**WHAT YOU NEED TO DO**
Each entry must come back word for word; drop the images as you go.

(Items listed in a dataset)
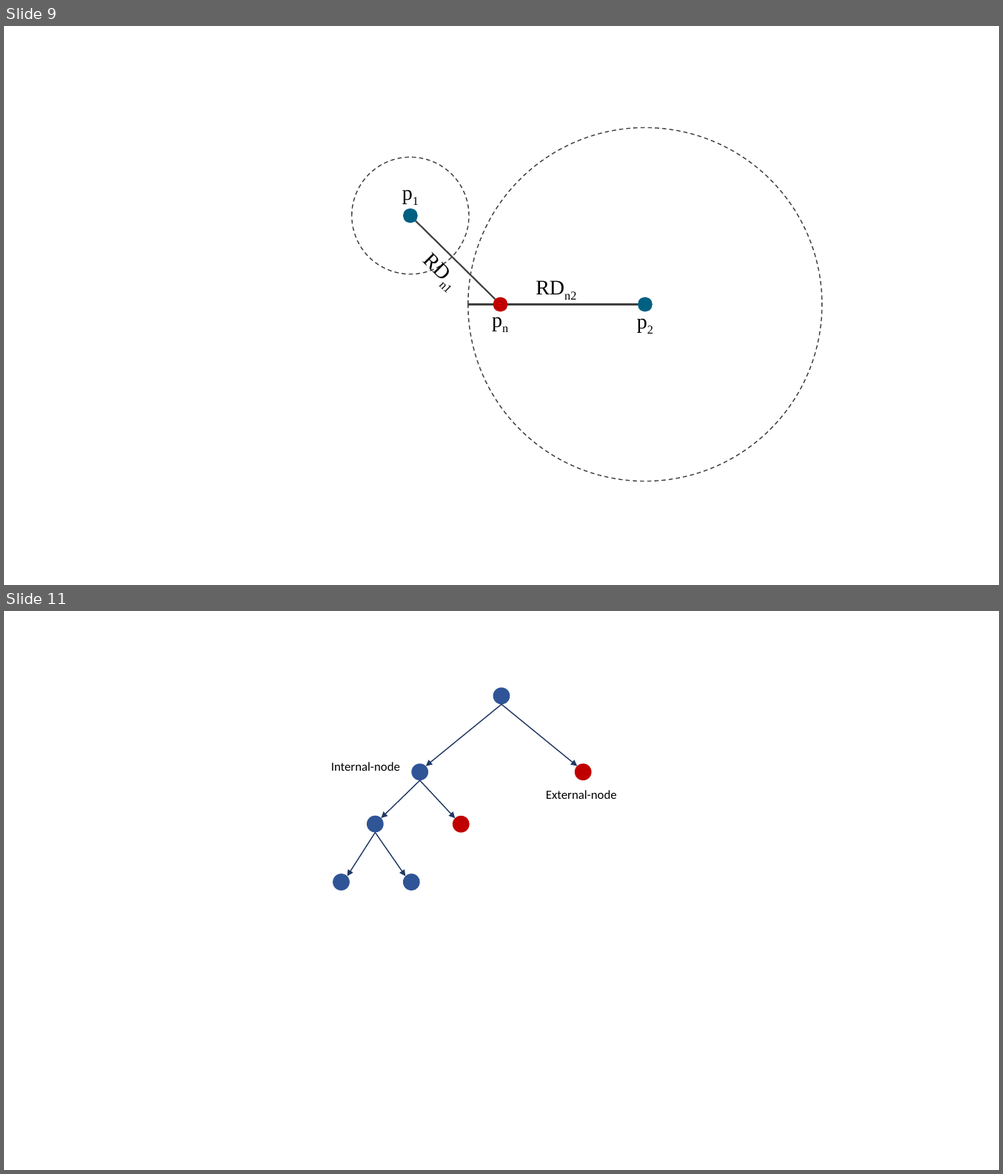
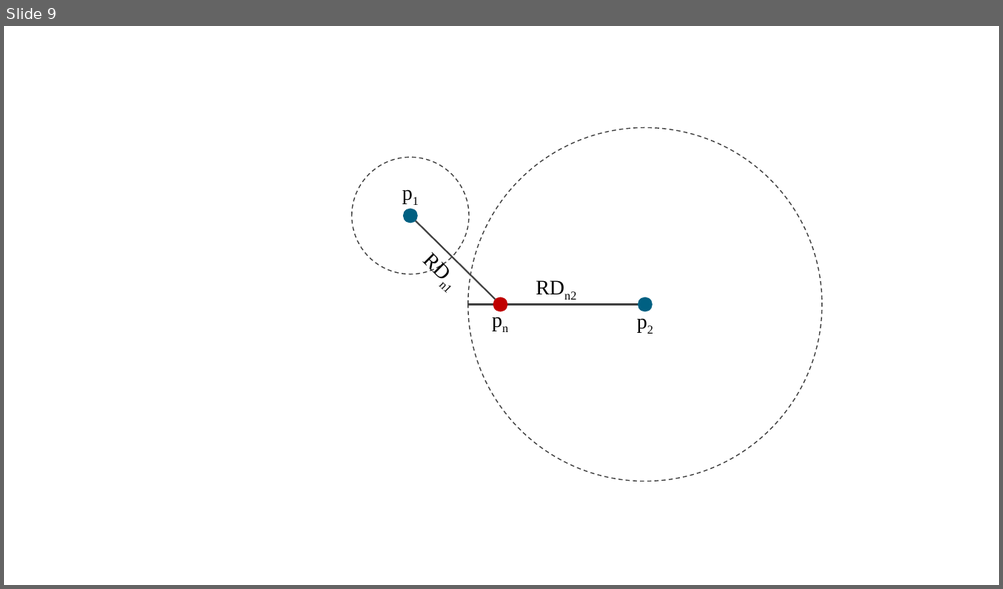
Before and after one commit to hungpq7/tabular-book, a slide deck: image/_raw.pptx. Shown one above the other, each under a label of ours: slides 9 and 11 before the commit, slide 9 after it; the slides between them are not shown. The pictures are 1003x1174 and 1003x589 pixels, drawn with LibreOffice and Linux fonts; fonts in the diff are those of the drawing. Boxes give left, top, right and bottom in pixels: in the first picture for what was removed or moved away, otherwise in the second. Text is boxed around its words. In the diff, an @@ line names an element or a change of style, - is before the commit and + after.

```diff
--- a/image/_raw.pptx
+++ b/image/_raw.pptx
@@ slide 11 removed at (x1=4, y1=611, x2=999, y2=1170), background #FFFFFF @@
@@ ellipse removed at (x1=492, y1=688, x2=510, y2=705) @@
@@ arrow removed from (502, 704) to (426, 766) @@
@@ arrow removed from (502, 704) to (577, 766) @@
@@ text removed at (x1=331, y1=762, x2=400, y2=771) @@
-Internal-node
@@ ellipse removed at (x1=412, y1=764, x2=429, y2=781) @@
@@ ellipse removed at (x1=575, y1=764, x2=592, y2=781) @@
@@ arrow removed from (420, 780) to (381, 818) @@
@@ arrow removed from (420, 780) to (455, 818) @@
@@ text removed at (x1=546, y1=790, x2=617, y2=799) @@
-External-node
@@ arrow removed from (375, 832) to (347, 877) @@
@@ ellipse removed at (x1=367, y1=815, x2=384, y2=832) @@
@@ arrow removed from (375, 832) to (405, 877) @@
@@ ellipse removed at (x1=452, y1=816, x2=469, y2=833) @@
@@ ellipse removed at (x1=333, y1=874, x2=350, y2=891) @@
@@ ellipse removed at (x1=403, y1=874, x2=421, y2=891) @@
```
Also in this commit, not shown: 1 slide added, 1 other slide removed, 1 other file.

**RESPONSE FOR THIS EXERCISE**
Before and after one commit to hungpq7/tabular-book, a slide deck: image/_raw.pptx. Shown one above the other, each under a label of ours: slides 9 and 11 before the commit, slide 9 after it; the slides between them are not shown. The pictures are 1003x1174 and 1003x589 pixels, drawn with LibreOffice and Linux fonts; fonts in the diff are those of the drawing. Boxes give left, top, right and bottom in pixels: in the first picture for what was removed or moved away, otherwise in the second. Text is boxed around its words. In the diff, an @@ line names an element or a change of style, - is before the commit and + after.

```diff
--- a/image/_raw.pptx
+++ b/image/_raw.pptx
@@ slide 11 removed at (x1=4, y1=611, x2=999, y2=1170), background #FFFFFF @@
@@ ellipse removed at (x1=492, y1=688, x2=510, y2=705) @@
@@ arrow removed from (502, 704) to (426, 766) @@
@@ arrow removed from (502, 704) to (577, 766) @@
@@ text removed at (x1=331, y1=762, x2=400, y2=771) @@
-Internal-node
@@ ellipse removed at (x1=412, y1=764, x2=429, y2=781) @@
@@ ellipse removed at (x1=575, y1=764, x2=592, y2=781) @@
@@ arrow removed from (420, 780) to (381, 818) @@
@@ arrow removed from (420, 780) to (455, 818) @@
@@ text removed at (x1=546, y1=790, x2=617, y2=799) @@
-External-node
@@ arrow removed from (375, 832) to (347, 877) @@
@@ ellipse removed at (x1=367, y1=815, x2=384, y2=832) @@
@@ arrow removed from (375, 832) to (405, 877) @@
@@ ellipse removed at (x1=452, y1=816, x2=469, y2=833) @@
@@ ellipse removed at (x1=333, y1=874, x2=350, y2=891) @@
@@ ellipse removed at (x1=403, y1=874, x2=421, y2=891) @@
```
Also in this commit, not shown: 1 slide added, 1 other slide removed, 1 other file.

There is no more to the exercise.